Introducing PRISM
PRISM is a desktop application for detecting and humanizing AI-generated text. It runs locally, analyzes offline, and gives you control over how your writing sounds.
The problem
AI-generated text has a signature. Uniform sentence lengths. Predictable transitions. Hedging language. Corporate jargon. No personality, no voice, no humanity.
The problem isn't that people use AI to write. The problem is that AI-generated text is identifiable — and nobody has good tools to understand why or where in their text the signal shows.
Writers need to know if their drafts sound robotic. Editors need to spot AI-assisted submissions. Professionals need to polish AI-drafted content without sounding like a machine.
The existing detection tools are cloud-based black boxes. You paste your text into someone else's server, get a percentage back, and hope they're not training on your content.
The approach
PRISM analyzes text locally using a combination of heuristics and machine learning.

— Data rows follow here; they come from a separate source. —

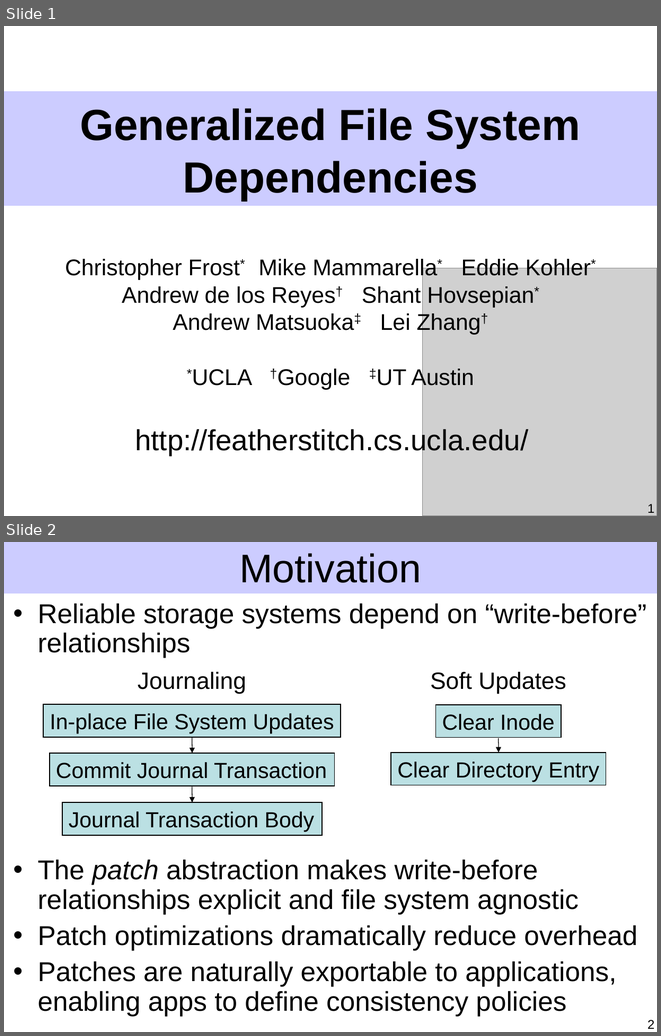
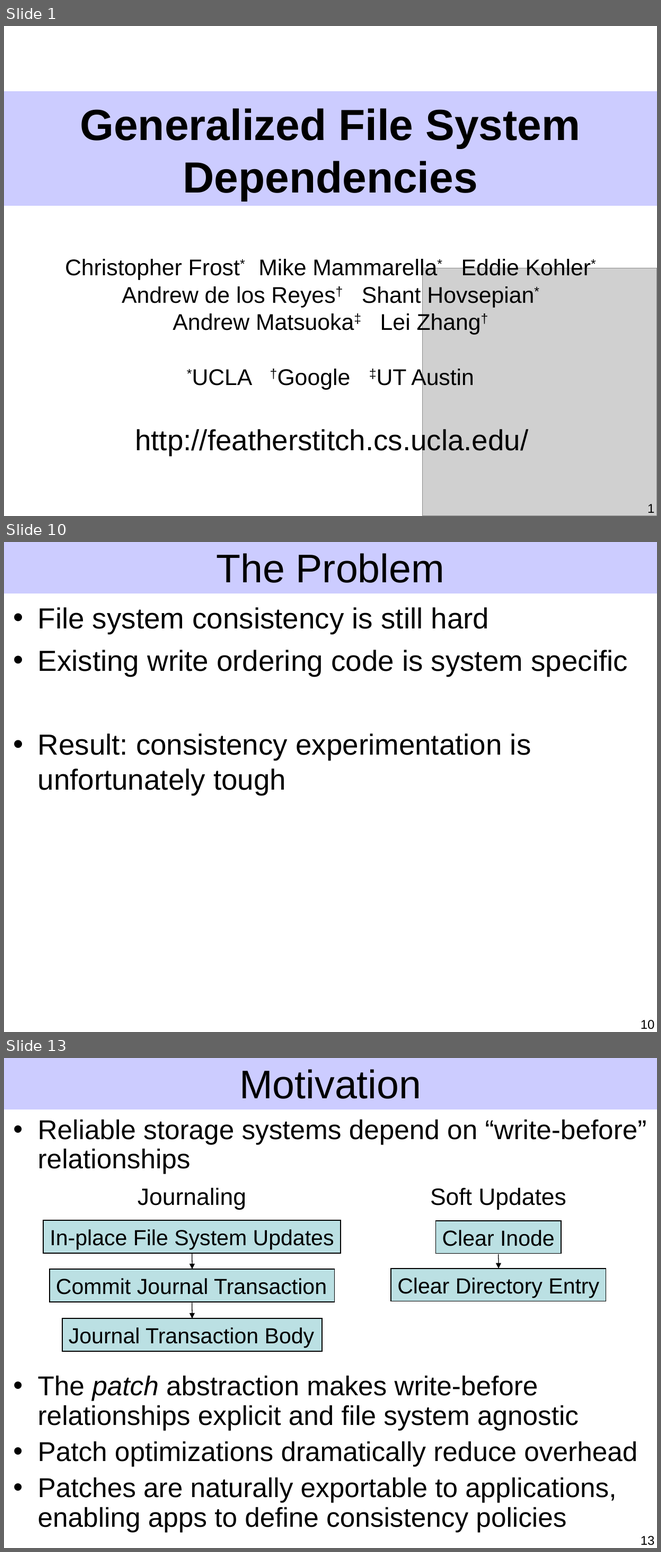
Before and after one commit to ucla-readable/fstitch-doc, a slide deck: sosp/pres.ppt. Shown one above the other, each under a label of ours: slides 1 and 2 before the commit, slides 1, 10 and 13 after it; the slides between them are not shown. The pictures are 661x1036 and 661x1552 pixels, drawn with LibreOffice and Linux fonts; fonts in the diff are those of the drawing; grey boxes stand for pictures. Boxes give left, top, right and bottom in pixels: in the first picture for what was removed or moved away, otherwise in the second. Text is boxed around its words. In the diff, an @@ line names an element or a change of style, - is before the commit and + after.

```diff
--- a/sosp/pres.ppt
+++ b/sosp/pres.ppt
@@ slide 10 added at bbox=[4, 542, 657, 1032], background #FFFFFF; not listed: 1 template element that a slide beside it also shows @@
@@ title added at bbox=[216, 553, 444, 583], 44 pt, text #000000 @@
+The Problem
@@ text added at bbox=[38, 607, 628, 795], 32 pt, text #000000 @@
+• File system consistency is still hard
+• Existing write ordering code is system specific
+• Result: consistency experimentation is unfortunately tough
@@ page number added at bbox=[641, 1020, 655, 1029], 14 pt, text #000000 @@
+10
@@ what was slide 2 is now slide 13 @@
@@ page number at bbox=[641, 1536, 655, 1545]: text changed @@
-2
+13
```
Also in this commit, not shown: 3 slides changed, 10 other slides added.
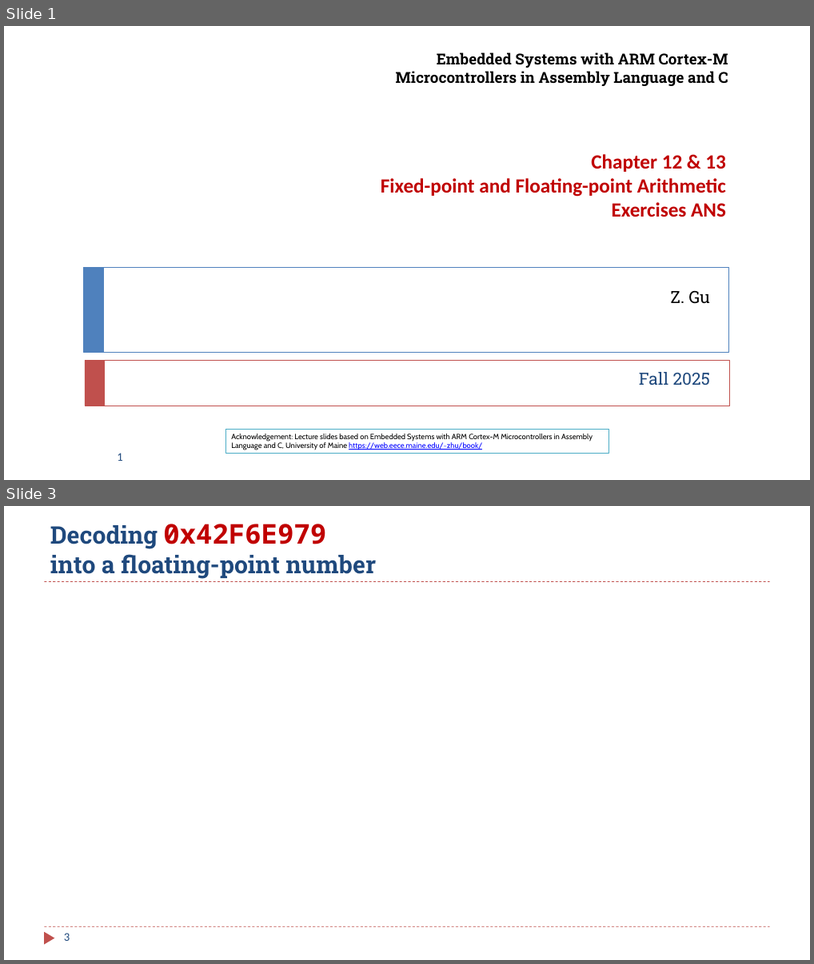
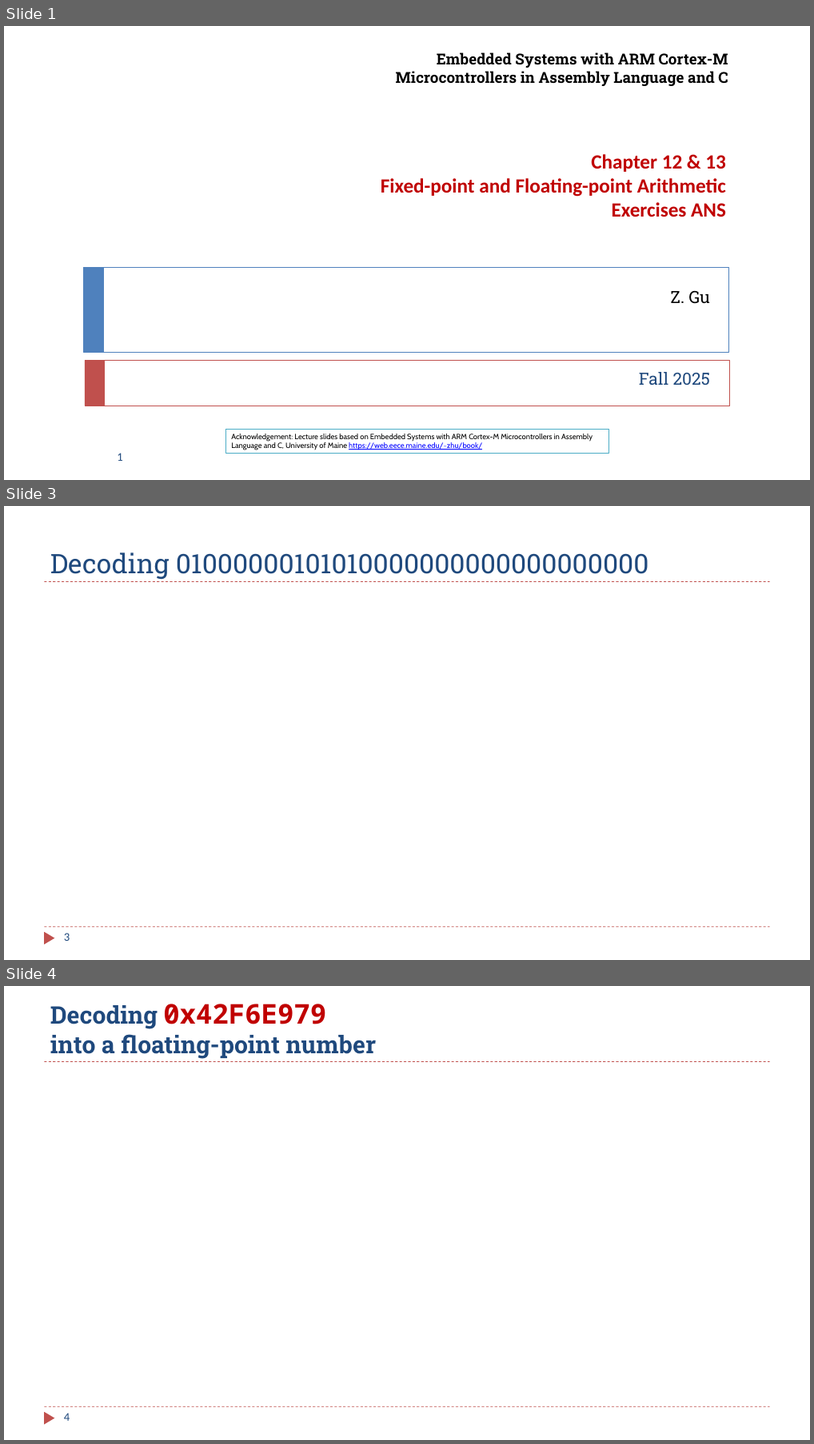
Before and after one commit to guhofstra/CSC111Fa25, a slide deck: PPTs/Ch12_13_Fixed_Floating_Point_Numbers Exercises ANS.pptx. Shown one above the other, each under a label of ours: slides 1 and 3 before the commit, slides 1, 3 and 4 after it; the slides between them are not shown. The pictures are 814x964 and 814x1444 pixels, drawn with LibreOffice and Linux fonts; fonts in the diff are those of the drawing; grey boxes stand for pictures. Boxes give left, top, right and bottom in pixels: in the first picture for what was removed or moved away, otherwise in the second. Text is boxed around its words. In the diff, an @@ line names an element or a change of style, - is before the commit and + after.

```diff
--- a/PPTs/Ch12_13_Fixed_Floating_Point_Numbers Exercises ANS.pptx
+++ b/PPTs/Ch12_13_Fixed_Floating_Point_Numbers Exercises ANS.pptx
@@ slide 3 added at [4, 506, 810, 960], background #FFFFFF; not listed: 3 template elements that a slide beside it also shows @@
@@ title added at [50, 552, 650, 579], 32 pt, text #1F497D @@
+Decoding 01000000101010000000000000000000
@@ page number added at [64, 932, 70, 940], 14 pt, text #1F497D @@
+3
@@ what was slide 3 is now slide 4 @@
@@ page number at [64, 1412, 70, 1420]: text changed @@
-3
+4
```
Also in this commit, not shown: 2 other slides added, 5 other files.

| Cloud Detectors | PRISM |
|---|---|
| Text uploaded to external servers | Everything runs on your machine |
| Black box score, no explanation | Sentence-level heatmap with reasons |
| Subscription for basic features | Open source, MIT licensed |
| Single language, usually English | English, Italian, Spanish, German |
Perplexity, burstiness, entropy, and pattern matching work together to produce an AI probability score. A sentence-level heatmap shows exactly which parts triggered detection and why.
Two modes
Detect
Paste text. View the AI probability score and metrics. See a color-coded heatmap highlighting which sentences triggered detection. Click humanize for three style variations — Natural, Creative, Professional.
Compose
Write rough text in any language. Select source and target language. Get three polished versions with distinct voices. Copy the one that fits. Repeat and refine.
Architecture
Built with Tauri 2.0 — a lightweight Rust-based desktop framework. The React frontend handles UI and state management through Zustand, while all analysis runs natively in Rust.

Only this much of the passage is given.